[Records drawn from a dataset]
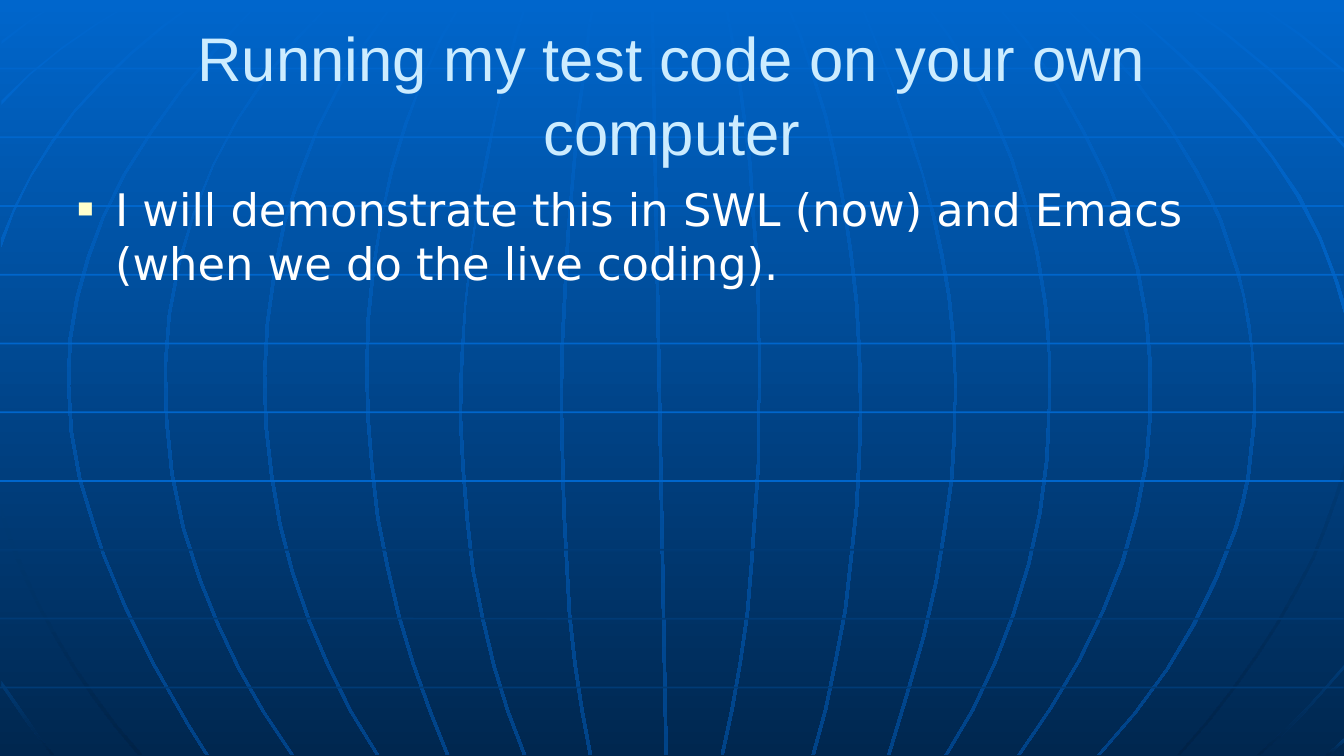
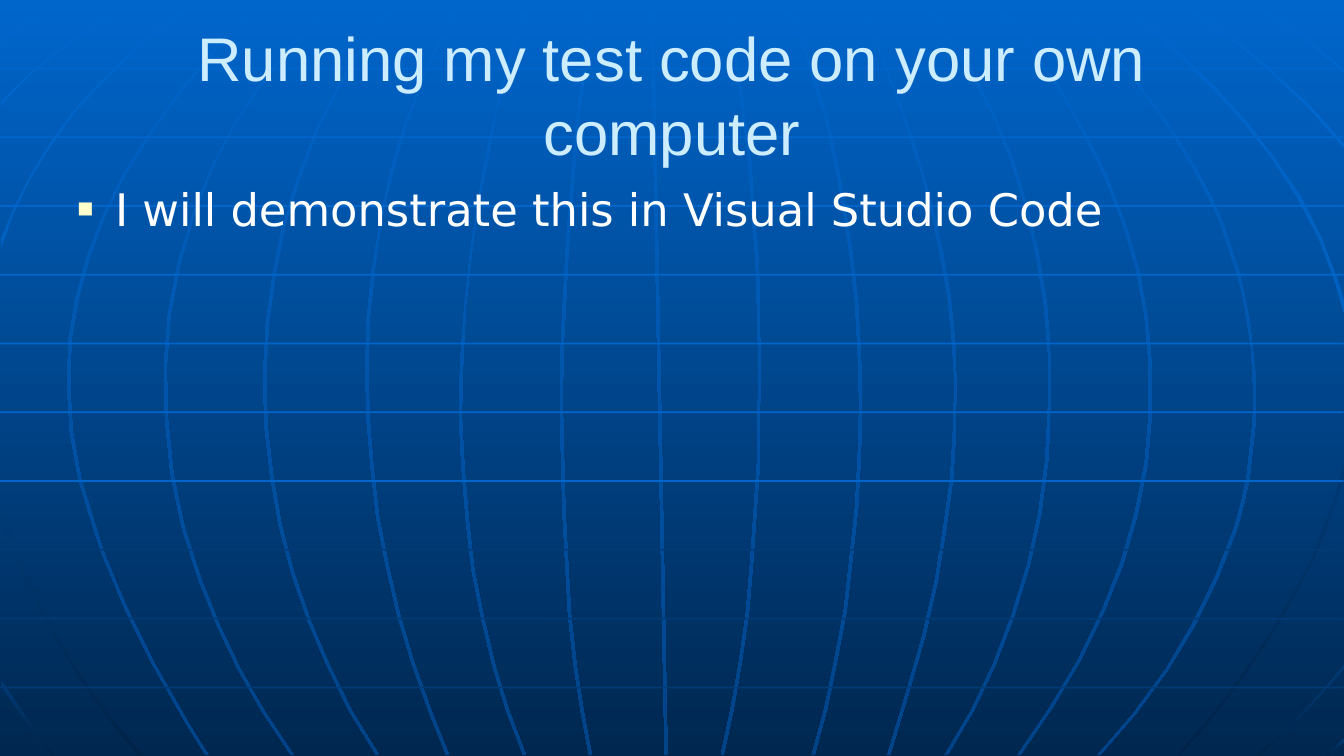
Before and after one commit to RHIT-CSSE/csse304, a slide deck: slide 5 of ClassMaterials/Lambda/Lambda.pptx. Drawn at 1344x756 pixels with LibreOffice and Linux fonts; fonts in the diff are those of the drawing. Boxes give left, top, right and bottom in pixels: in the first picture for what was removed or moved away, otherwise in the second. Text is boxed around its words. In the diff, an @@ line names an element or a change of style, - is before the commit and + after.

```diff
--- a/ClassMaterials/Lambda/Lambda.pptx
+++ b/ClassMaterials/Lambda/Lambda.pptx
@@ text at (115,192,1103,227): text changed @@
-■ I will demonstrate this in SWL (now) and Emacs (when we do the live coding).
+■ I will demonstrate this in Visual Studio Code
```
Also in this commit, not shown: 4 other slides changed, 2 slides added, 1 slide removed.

_What you have to do_.
For the records above, output each one exactly and skip any image.

_Written response_.
Before and after one commit to RHIT-CSSE/csse304, a slide deck: slide 5 of ClassMaterials/Lambda/Lambda.pptx. Drawn at 1344x756 pixels with LibreOffice and Linux fonts; fonts in the diff are those of the drawing. Boxes give left, top, right and bottom in pixels: in the first picture for what was removed or moved away, otherwise in the second. Text is boxed around its words. In the diff, an @@ line names an element or a change of style, - is before the commit and + after.

```diff
--- a/ClassMaterials/Lambda/Lambda.pptx
+++ b/ClassMaterials/Lambda/Lambda.pptx
@@ text at (115,192,1103,227): text changed @@
-■ I will demonstrate this in SWL (now) and Emacs (when we do the live coding).
+■ I will demonstrate this in Visual Studio Code
```
Also in this commit, not shown: 4 other slides changed, 2 slides added, 1 slide removed.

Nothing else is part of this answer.